YOUR ASSIGNMENT
Needed from the data below: every line from the one with "-margin_left = 25.0" up to and including the one with "-39,6 +42,9 @@", repeated exactly and with nothing else.

Records from a data source:
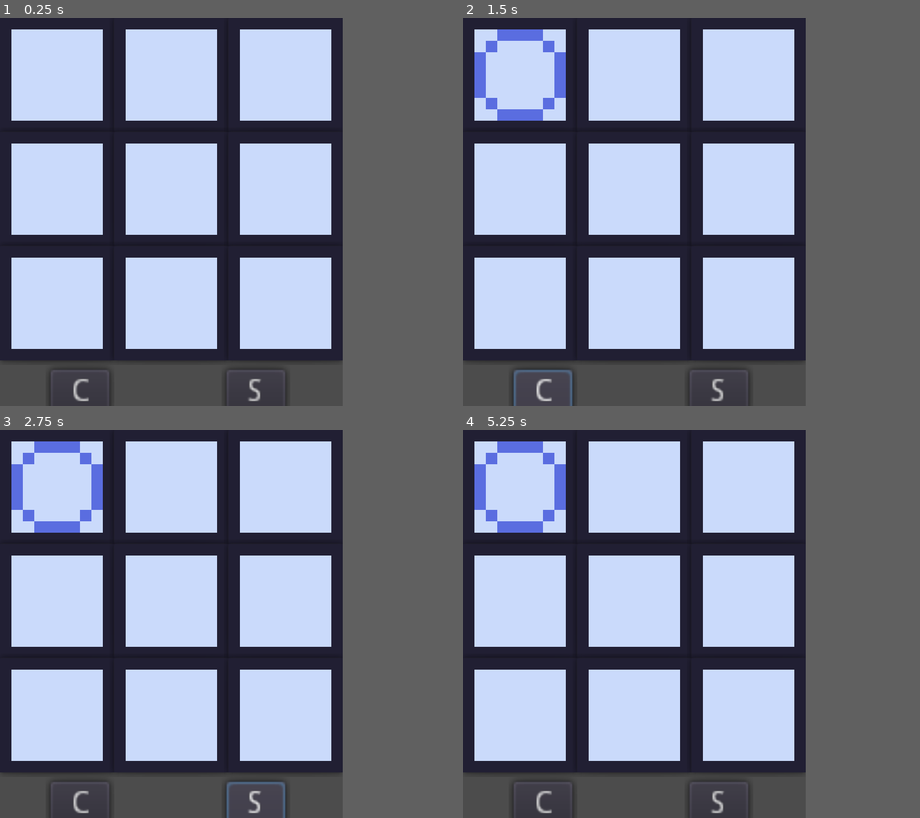
Above: before the commit, frames 1-4 (two rows, left to right).
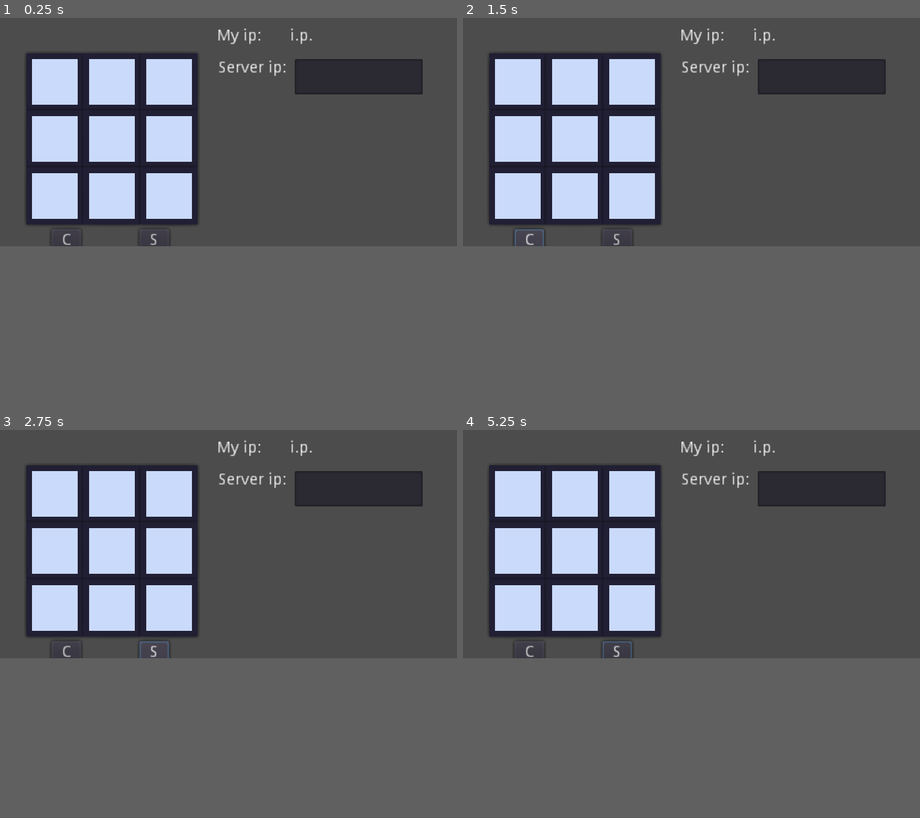
Above: after the commit, the same moments.

Repository: WhiteMarsStudios/TicTacToe
Game: Godot game, scene res://scenes/field.tscn
Same seed, same stepped clock (60 frames per second), same inputs: the game is played once before the commit and once after it. The project has no main scene, so this scene is started directly.
Inputs (mouse positions are in pixels of both pictures, inside the frame that each line leads up to):
- Up to frame 1 (0.25 s): no input
- Up to frame 2 (1.5 s): click (522, 76) at 0.52 s; click "C" at 1.25 s
- Up to frame 3 (2.75 s): click "S" at 2 s
- Up to frame 4 (5.25 s): click (522, 488) at 2.77 s; click "C" at 3.5 s; click "S" at 4.25 s; click (522, 488) at 5.02 s
In our replay, the window is 600x680 before the commit and 800x400 after it. These sizes can differ from the game's own. Grey fills any space a smaller window leaves; there, only what the larger window draws over its background counts as a difference.

The runs differ from the first frame. In frame 1, 54% of the frame differs, in the area x 0-93%, y 0-100%; in frame 2, 54%; in frame 3, 54%; in frame 4, 54%.
Error before the commit: Invalid type in function 'create_client' in base 'NetworkedMultiplayerENet'. Cannot convert argument 1 from int to String. (res://scenes/field.gd:32)
Error after the commit: Invalid get index '1' (on base: 'Array'). (res://scenes/field.gd:15)

Commit message:
Requested commit. Adding files.

Diff:
--- a/project.godot
+++ b/project.godot
@@ -15,9 +15,9 @@
 
 [display]
 
-window/size/width=150
-window/size/height=170
-window/size/test_width=500
+window/size/width=400
+window/size/height=200
+window/size/test_width=800
 window/size/test_height=500
 window/dpi/allow_hidpi=true
 window/stretch/mode="2d"
--- a/scenes/field.gd
+++ b/scenes/field.gd
@@ -4,13 +4,18 @@
 # 1 - client
 const SERVER = 0
 const CLIENT = 1
-const SERVER_IP = 0
-const SERVER_PORT = 0
+var server_ip = null
+var my_ip = null
+const SERVER_PORT = 22
 var peer_type = SERVER
 var turn = true
 var peer
 
+func _ready():
+	self.my_ip = IP.get_local_addresses()[1]
+	print(self.my_ip)
 
+	$my_ip_info.text = str(self.my_ip)
 
 func current_player():
 	if (turn):
@@ -22,12 +27,16 @@
 
 
 func _on_Button_pressed():
+	self.peer_type = SERVER
 	peer = NetworkedMultiplayerENet.new()
-	peer.create_server(1, 2)
+	peer.create_server(22, 2)
 	get_tree().set_network_peer(peer)
 
 
 func _on_Button2_pressed():
-	peer = NetworkedMultiplayerENet.new()
-	peer.create_client(SERVER_IP, SERVER_PORT)
-	get_tree().set_network_peer(peer)
+	self.peer_type = CLIENT
+	self.server_ip = $server_ip_input.text
+	print(self.server_ip)
+	#peer = NetworkedMultiplayerENet.new()
+	#peer.create_client(server_ip, SERVER_PORT)
+	#get_tree().set_network_peer(peer)
--- a/scenes/field.tscn
+++ b/scenes/field.tscn
@@ -9,8 +9,10 @@
 anchor_top = 0.0
 anchor_right = 0.0
 anchor_bottom = 0.0
-margin_left = 25.0
-margin_top = 25.0
+margin_left = 48.0
+margin_top = 56.0
+margin_right = 48.0
+margin_bottom = 56.0
 rect_pivot_offset = Vector2( 0, 0 )
 rect_clip_content = false
 mouse_filter = 0
@@ -22,12 +24,13 @@
 
 [node name="GridContainer" type="GridContainer" parent="." index="0"]
 
-anchor_left = 0.0
-anchor_top = 0.0
-anchor_right = 0.0
-anchor_bottom = 0.0
-margin_right = 50.0
-margin_bottom = 50.0
+editor/display_folded = true
+anchor_left = 0.0
+anchor_top = 0.0
+anchor_right = 0.0
+anchor_bottom = 0.0
+margin_right = 100.0
+margin_bottom = 100.0
 rect_min_size = Vector2( 50, 50 )
 rect_pivot_offset = Vector2( 0, 0 )
 rect_clip_content = false
@@ -39,6 +42,9 @@
 custom_constants/hseparation = 50
 columns = 3
 _sections_unfolded = [ "Size Flags", "custom_constants" ]
+__meta__ = {
+"_edit_lock_": true
+}
 
 [node name="HBoxContainer" type="HBoxContainer" parent="GridContainer" index="0"]
 
@@ -217,7 +223,7 @@
 
 [node name="Node2D" parent="GridContainer/HBoxContainer9" index="0" instance=ExtResource( 2 )]
 
-[node name="Button" type="Button" parent="." index="1"]
+[node name="client_button" type="Button" parent="." index="1"]
 
 anchor_left = 0.0
 anchor_top = 0.0
@@ -242,7 +248,7 @@
 flat = false
 align = 1
 
-[node name="Button2" type="Button" parent="." index="2"]
+[node name="server_button" type="Button" parent="." index="2"]
 
 anchor_left = 0.0
 anchor_top = 0.0
@@ -267,6 +273,103 @@
 flat = false
 align = 1
 
-[connection signal="pressed" from="Button" to="." method="_on_Button_pressed"]
-
-[connection signal="pressed" from="Button2" to="." method="_on_Button2_pressed"]
+[node name="my_ip_label" type="Label" parent="." index="3"]
+
+anchor_left = 0.0
+anchor_top = 0.0
+anchor_right = 0.0
+anchor_bottom = 0.0
+margin_left = 142.0
+margin_top = -47.0
+margin_right = 185.0
+margin_bottom = -33.0
+rect_pivot_offset = Vector2( 0, 0 )
+rect_clip_content = false
+mouse_filter = 2
+mouse_default_cursor_shape = 0
+size_flags_horizontal = 1
+size_flags_vertical = 4
+text = "My ip: "
+percent_visible = 1.0
+lines_skipped = 0
+max_lines_visible = -1
+
+[node name="my_ip_info" type="Label" parent="." index="4"]
+
+anchor_left = 0.0
+anchor_top = 0.0
+anchor_right = 0.0
+anchor_bottom = 0.0
+margin_left = 206.0
+margin_top = -47.0
+margin_right = 246.0
+margin_bottom = -33.0
+rect_pivot_offset = Vector2( 0, 0 )
+rect_clip_content = false
+mouse_filter = 2
+mouse_default_cursor_shape = 0
+size_flags_horizontal = 1
+size_flags_vertical = 4
+text = "i.p."
+percent_visible = 1.0
+lines_skipped = 0
+max_lines_visible = -1
+
+[node name="server_ip_label" type="Label" parent="." index="5"]
+
+anchor_left = 0.0
+anchor_top = 0.0
+anchor_right = 0.0
+anchor_bottom = 0.0
+margin_left = 143.0
+margin_top = -19.0
+margin_right = 203.0
+margin_bottom = -5.0
+rect_pivot_offset = Vector2( 0, 0 )
+rect_clip_content = false
+mouse_filter = 2
+mouse_default_cursor_shape = 0
+size_flags_horizontal = 1
+size_flags_vertical = 4
+text = "Server ip:"
+percent_visible = 1.0
+lines_skipped = 0
+max_lines_visible = -1
+
+[node name="server_ip_input" type="TextEdit" parent="." index="6"]
+
+anchor_left = 0.0
+anchor_top = 0.0
+anchor_right = 0.0
+anchor_bottom = 0.0
+margin_left = 210.0
+margin_top = -20.0
+margin_right = 322.0
+margin_bottom = 11.0
+rect_pivot_offset = Vector2( 0, 0 )
+rect_clip_content = false
+focus_mode = 2
+mouse_filter = 0
+mouse_default_cursor_shape = 0
+size_flags_horizontal = 1
+size_flags_vertical = 1
+text = ""
+readonly = false
+highlight_current_line = false
+syntax_highlighting = false
+show_line_numbers = false
+highlight_all_occurrences = false
+override_selected_font_color = false
+context_menu_enabled = true
+smooth_scrolling = false
+v_scroll_speed = 80.0
+hiding_enabled = 0
+wrap_lines = false
+caret_block_mode = false
+caret_blink = false
+caret_blink_speed = 0.65
+caret_moving_by_right_click = true
+
+[connection signal="pressed" from="client_button" to="." method="_on_Button_pressed"]
+
+[connection signal="pressed" from="server_button" to="." method="_on_Button2_pressed"]

ANSWER TO THIS TASK
-margin_left = 25.0
-margin_top = 25.0
+margin_left = 48.0
+margin_top = 56.0
+margin_right = 48.0
+margin_bottom = 56.0
 rect_pivot_offset = Vector2( 0, 0 )
 rect_clip_content = false
 mouse_filter = 0
@@ -22,12 +24,13 @@
 
 [node name="GridContainer" type="GridContainer" parent="." index="0"]
 
-anchor_left = 0.0
-anchor_top = 0.0
-anchor_right = 0.0
-anchor_bottom = 0.0
-margin_right = 50.0
-margin_bottom = 50.0
+editor/display_folded = true
+anchor_left = 0.0
+anchor_top = 0.0
+anchor_right = 0.0
+anchor_bottom = 0.0
+margin_right = 100.0
+margin_bottom = 100.0
 rect_min_size = Vector2( 50, 50 )
 rect_pivot_offset = Vector2( 0, 0 )
 rect_clip_content = false
@@ -39,6 +42,9 @@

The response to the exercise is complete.